16 tahun hidupnya, mana pernah coba diisi kisah romantik seperti rekan-rekannya yang lain? Leia bahkan belum cukup dewasa untuk bisa menentukan keputusan apalagi pendapatnya sendiri. Pikirannya terus bergemuruh, runyam, dan tak berujung. Terkadang, pikirannya membuatnya seperti orang bodoh. Menyerah untuk menyuarakan pendapatnya, mencegatnya untuk berhenti membuat keputusan, dan tidak tahu akan dibawa ke mana lagi jika Ia tidak juga sadar akan pikirannya yang terus-terusan menjadi poros yang menghancurkan. Baginya, hidupnya ini seperti tidak ada yang berharga kecuali keluarga dan teman yang meskipun teman saja tidak punya. Betapa mirisnya hidup Leia itu?

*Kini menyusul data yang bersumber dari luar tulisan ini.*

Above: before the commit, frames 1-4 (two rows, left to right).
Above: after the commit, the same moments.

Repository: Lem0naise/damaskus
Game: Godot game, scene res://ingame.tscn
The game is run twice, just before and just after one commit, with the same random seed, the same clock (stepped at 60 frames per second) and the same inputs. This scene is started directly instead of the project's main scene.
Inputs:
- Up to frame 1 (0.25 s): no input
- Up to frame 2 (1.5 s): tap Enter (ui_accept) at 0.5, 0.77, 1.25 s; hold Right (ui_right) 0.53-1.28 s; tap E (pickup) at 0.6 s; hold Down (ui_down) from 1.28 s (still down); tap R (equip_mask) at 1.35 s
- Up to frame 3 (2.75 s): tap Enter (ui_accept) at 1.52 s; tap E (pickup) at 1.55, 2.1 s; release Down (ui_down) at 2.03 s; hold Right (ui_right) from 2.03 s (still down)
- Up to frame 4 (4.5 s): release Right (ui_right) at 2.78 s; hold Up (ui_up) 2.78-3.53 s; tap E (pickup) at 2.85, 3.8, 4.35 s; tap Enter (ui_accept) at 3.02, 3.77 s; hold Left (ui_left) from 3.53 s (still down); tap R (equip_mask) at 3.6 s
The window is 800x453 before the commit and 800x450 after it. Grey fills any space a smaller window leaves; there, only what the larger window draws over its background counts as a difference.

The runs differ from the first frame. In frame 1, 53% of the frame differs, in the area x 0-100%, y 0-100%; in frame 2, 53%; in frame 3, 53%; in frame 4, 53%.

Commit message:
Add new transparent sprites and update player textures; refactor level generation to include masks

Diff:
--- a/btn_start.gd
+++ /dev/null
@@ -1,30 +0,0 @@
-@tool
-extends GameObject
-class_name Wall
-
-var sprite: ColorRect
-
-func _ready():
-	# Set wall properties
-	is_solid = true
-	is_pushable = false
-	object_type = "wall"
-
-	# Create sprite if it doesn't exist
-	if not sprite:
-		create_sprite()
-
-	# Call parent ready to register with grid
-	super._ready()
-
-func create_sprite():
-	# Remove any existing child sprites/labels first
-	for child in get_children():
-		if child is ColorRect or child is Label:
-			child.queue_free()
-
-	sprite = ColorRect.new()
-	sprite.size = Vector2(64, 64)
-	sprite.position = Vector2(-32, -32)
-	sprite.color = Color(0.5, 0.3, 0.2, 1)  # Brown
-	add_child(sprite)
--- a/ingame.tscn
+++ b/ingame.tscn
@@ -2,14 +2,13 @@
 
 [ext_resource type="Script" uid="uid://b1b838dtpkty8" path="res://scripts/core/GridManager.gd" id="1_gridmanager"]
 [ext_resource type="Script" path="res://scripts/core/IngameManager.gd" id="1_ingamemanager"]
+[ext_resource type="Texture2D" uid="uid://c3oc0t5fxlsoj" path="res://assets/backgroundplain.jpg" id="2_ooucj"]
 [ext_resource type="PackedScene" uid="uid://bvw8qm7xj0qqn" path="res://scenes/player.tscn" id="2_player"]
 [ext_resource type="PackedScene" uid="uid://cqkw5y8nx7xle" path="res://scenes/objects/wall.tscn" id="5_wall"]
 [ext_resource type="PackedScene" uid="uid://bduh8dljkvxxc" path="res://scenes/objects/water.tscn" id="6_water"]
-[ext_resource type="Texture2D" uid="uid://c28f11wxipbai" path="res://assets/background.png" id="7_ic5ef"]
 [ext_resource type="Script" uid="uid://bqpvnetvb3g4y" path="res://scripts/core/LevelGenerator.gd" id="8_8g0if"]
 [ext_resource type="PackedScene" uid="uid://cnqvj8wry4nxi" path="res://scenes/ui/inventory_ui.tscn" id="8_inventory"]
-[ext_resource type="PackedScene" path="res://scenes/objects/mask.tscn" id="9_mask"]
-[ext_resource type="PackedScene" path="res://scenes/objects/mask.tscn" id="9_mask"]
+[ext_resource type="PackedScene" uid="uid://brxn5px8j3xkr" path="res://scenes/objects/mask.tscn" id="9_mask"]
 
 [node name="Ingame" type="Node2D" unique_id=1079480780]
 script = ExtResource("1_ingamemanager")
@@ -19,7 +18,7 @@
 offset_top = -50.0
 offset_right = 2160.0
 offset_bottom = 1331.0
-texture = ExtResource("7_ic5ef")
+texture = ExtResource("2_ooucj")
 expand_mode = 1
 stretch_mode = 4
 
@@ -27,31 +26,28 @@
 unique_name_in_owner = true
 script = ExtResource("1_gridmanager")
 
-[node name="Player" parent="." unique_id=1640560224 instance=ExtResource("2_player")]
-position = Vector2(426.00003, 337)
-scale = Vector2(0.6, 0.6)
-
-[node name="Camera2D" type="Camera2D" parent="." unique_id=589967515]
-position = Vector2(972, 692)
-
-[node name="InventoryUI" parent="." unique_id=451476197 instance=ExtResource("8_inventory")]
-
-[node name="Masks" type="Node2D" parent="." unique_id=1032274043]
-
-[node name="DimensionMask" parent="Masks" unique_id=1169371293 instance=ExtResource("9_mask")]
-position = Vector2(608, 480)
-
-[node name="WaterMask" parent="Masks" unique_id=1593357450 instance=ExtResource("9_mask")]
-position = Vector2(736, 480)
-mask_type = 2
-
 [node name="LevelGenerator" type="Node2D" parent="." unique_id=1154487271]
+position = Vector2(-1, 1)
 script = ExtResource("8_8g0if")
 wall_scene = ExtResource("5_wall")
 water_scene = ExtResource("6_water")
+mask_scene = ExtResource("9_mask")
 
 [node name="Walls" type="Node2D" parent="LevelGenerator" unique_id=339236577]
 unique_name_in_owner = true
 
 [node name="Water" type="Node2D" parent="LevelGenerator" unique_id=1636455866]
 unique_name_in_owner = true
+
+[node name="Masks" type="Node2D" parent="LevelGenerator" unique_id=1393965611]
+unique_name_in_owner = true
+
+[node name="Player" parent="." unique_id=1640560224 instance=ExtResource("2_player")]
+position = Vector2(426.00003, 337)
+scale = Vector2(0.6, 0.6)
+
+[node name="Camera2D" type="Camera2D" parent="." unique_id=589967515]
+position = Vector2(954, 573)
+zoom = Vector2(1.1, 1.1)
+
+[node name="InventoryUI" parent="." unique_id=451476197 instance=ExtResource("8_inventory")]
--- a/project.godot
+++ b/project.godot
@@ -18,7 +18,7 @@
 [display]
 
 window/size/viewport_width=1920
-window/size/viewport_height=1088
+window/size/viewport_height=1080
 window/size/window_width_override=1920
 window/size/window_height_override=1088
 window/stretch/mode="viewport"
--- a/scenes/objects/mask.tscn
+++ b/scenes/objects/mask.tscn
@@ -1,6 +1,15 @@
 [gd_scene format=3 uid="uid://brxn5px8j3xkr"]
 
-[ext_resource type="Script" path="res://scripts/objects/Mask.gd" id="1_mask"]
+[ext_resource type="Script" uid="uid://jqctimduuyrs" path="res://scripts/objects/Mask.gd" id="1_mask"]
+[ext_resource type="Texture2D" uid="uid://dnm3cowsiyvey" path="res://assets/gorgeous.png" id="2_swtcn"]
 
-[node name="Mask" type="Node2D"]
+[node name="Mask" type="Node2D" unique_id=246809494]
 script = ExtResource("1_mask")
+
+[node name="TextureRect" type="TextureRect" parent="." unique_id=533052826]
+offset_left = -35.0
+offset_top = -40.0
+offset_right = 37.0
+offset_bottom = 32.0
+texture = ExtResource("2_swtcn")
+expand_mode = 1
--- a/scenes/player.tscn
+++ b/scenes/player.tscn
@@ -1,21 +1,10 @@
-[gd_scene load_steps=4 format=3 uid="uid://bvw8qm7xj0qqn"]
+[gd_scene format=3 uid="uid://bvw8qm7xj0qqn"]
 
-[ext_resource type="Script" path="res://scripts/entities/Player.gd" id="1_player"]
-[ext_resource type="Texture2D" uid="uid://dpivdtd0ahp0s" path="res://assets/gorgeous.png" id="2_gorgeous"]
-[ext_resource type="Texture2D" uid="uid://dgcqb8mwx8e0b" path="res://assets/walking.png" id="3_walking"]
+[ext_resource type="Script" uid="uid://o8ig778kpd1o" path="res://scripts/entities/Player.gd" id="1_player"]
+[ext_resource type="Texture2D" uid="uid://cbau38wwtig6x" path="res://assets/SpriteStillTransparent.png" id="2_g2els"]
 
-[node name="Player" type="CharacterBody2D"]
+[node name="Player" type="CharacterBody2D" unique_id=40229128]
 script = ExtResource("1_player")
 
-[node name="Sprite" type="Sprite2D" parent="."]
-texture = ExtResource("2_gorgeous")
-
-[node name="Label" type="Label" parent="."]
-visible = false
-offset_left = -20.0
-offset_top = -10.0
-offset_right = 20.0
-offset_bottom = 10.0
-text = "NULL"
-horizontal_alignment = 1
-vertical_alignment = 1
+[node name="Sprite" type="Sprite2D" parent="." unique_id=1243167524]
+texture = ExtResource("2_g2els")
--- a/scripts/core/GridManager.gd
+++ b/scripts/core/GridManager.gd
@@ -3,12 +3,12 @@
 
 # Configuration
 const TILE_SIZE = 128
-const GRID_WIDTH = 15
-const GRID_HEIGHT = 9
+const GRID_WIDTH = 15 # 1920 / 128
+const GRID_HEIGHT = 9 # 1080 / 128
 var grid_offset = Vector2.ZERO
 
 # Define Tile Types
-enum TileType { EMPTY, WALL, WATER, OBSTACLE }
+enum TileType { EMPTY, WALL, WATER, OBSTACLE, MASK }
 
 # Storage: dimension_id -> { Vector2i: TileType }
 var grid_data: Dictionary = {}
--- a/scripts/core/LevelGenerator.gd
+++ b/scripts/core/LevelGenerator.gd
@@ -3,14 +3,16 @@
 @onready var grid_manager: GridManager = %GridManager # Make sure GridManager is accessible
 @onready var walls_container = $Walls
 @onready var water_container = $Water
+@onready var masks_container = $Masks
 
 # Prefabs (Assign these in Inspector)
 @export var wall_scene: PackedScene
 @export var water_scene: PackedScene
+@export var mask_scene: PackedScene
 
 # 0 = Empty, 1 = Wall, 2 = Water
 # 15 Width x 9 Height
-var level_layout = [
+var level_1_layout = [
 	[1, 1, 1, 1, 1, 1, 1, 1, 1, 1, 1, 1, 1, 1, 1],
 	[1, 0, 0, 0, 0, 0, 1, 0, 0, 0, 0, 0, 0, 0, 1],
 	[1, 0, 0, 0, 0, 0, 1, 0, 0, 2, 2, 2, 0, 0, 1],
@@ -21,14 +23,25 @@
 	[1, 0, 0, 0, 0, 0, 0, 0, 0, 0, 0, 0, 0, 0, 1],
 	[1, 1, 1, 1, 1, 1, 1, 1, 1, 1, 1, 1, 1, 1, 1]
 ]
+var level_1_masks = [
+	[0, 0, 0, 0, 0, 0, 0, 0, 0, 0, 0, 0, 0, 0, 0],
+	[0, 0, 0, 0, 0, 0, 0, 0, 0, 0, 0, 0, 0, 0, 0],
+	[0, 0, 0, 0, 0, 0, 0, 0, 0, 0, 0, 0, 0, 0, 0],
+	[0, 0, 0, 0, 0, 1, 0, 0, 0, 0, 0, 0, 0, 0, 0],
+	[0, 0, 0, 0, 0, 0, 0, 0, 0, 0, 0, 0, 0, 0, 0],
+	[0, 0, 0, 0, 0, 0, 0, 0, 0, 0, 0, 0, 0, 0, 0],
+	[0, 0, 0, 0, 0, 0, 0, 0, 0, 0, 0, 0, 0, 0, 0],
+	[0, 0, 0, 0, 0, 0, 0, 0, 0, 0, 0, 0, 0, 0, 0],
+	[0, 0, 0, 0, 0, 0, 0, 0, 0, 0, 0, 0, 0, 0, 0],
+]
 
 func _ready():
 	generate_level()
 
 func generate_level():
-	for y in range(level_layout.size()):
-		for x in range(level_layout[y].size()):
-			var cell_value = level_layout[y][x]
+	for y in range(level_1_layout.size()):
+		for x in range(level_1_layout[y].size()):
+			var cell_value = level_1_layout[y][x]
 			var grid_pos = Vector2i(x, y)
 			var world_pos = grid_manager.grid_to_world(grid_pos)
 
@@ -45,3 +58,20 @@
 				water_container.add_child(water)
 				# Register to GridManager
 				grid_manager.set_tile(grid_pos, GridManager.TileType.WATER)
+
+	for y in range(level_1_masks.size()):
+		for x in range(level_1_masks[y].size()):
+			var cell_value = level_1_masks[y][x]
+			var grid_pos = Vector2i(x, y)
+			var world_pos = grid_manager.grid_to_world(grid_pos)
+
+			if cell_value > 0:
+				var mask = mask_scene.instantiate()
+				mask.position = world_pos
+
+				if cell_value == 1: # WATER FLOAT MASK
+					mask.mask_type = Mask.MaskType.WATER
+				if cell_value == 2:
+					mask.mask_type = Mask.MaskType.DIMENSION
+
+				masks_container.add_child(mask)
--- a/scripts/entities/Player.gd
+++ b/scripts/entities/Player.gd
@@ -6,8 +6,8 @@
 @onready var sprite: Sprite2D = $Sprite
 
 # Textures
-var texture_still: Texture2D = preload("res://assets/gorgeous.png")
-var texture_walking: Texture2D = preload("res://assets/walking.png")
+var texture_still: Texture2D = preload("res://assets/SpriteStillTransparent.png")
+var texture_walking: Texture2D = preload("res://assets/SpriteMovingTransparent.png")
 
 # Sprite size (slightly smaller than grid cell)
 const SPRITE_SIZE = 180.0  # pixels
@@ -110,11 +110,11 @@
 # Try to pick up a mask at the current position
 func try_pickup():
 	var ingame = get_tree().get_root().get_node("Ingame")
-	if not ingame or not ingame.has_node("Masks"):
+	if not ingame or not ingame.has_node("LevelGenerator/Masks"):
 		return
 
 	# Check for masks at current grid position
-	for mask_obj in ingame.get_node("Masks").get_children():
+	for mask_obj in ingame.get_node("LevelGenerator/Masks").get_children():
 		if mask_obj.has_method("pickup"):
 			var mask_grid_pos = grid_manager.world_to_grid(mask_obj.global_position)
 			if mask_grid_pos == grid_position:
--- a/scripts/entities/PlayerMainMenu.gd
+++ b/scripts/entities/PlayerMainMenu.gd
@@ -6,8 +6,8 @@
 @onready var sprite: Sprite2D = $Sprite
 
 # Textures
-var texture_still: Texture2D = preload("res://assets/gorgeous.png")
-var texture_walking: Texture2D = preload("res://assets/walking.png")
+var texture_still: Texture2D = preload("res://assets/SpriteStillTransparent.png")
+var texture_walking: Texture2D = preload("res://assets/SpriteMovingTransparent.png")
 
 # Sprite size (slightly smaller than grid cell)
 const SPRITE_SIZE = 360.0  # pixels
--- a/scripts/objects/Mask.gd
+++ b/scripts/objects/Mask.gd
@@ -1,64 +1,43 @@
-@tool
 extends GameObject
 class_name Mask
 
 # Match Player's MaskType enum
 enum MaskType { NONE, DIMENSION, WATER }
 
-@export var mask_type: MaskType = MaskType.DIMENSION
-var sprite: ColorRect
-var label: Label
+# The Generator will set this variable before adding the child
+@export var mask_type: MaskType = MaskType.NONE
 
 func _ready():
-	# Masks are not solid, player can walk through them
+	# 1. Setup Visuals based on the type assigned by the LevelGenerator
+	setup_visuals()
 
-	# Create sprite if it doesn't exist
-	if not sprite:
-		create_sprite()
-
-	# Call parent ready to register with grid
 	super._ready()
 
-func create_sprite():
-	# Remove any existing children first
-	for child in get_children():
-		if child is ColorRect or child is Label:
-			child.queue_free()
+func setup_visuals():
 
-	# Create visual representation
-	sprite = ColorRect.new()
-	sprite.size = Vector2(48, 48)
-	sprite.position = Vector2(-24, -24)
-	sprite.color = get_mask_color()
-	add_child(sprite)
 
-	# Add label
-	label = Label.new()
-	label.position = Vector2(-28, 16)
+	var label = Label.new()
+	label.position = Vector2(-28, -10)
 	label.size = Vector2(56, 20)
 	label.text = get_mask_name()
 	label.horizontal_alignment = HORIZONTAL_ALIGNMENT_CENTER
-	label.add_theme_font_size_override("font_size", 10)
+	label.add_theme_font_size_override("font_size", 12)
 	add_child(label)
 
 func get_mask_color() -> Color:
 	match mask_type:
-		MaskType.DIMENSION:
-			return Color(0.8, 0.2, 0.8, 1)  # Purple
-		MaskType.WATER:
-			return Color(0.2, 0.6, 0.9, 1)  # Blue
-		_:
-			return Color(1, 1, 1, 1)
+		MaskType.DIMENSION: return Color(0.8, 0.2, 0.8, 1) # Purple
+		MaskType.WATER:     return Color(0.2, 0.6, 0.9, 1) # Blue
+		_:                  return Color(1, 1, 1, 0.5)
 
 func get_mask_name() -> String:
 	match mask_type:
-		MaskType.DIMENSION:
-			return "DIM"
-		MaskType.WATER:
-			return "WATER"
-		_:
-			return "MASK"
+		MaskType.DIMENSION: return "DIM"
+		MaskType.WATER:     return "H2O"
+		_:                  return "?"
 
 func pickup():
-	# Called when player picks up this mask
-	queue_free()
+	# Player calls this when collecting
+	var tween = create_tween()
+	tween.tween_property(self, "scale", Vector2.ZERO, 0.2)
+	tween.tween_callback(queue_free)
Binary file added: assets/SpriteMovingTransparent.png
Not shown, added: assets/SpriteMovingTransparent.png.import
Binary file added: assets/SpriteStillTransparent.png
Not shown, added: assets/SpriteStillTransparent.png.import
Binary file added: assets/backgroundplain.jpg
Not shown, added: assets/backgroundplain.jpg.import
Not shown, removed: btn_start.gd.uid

Leia bingung sekali. Ada apa sebenarnya dengan pikirannya ini? Ingin membuatnya bodoh atau bagaimana? Leia juga ingin bisa berbincang dengan teman mengobrolnya tanpa perlu bertanya pada diri sendiri seperti, “Harus aku jawab apa ya, ini?” Leia juga ingin pikirannya tidak terus untuk berpikir, tolong rehatlah sejenak. Karena buat apa berpikir jika nantinya tidak ada yang bisa dikeluarkan dari pikirannya?
Kata Leia, hidupnya, khususnya pikirannya itu selalu negatif, tidak bisa berpikir bijaksana, selalu ingin berkata yang mungkin bisa menyakitkan seseorang, tidak bisa menemukan kata yang pas untuk dilontarkan, tidak bisa berpikir dengan cepat, dan banyak lagi. Pikirannya terus mencoba untuk bekerja yang malah membuat otak Leia penuh, berat, dan tidak nyaman. Leia tidak tahu harus bagaimana lagi.
Leia, juga tidak tahu, sebenarnya apa yang dia sukai itu? Leia tidak tahu genre musik apa yang dia suka. Leia tidak tahu buku apa yang dia suka. Leia tidak tahu pelajaran apa yang dia suka. Bahkan, Leia tidak tahu apakah dia bisa merasakan ‘rasa’ atau tidak. Leia tidak tahu apapun. Leia, jati dirinya, seperti kehilangan.
Leia tidak tahu, bagaimana diri dia sebenarnya.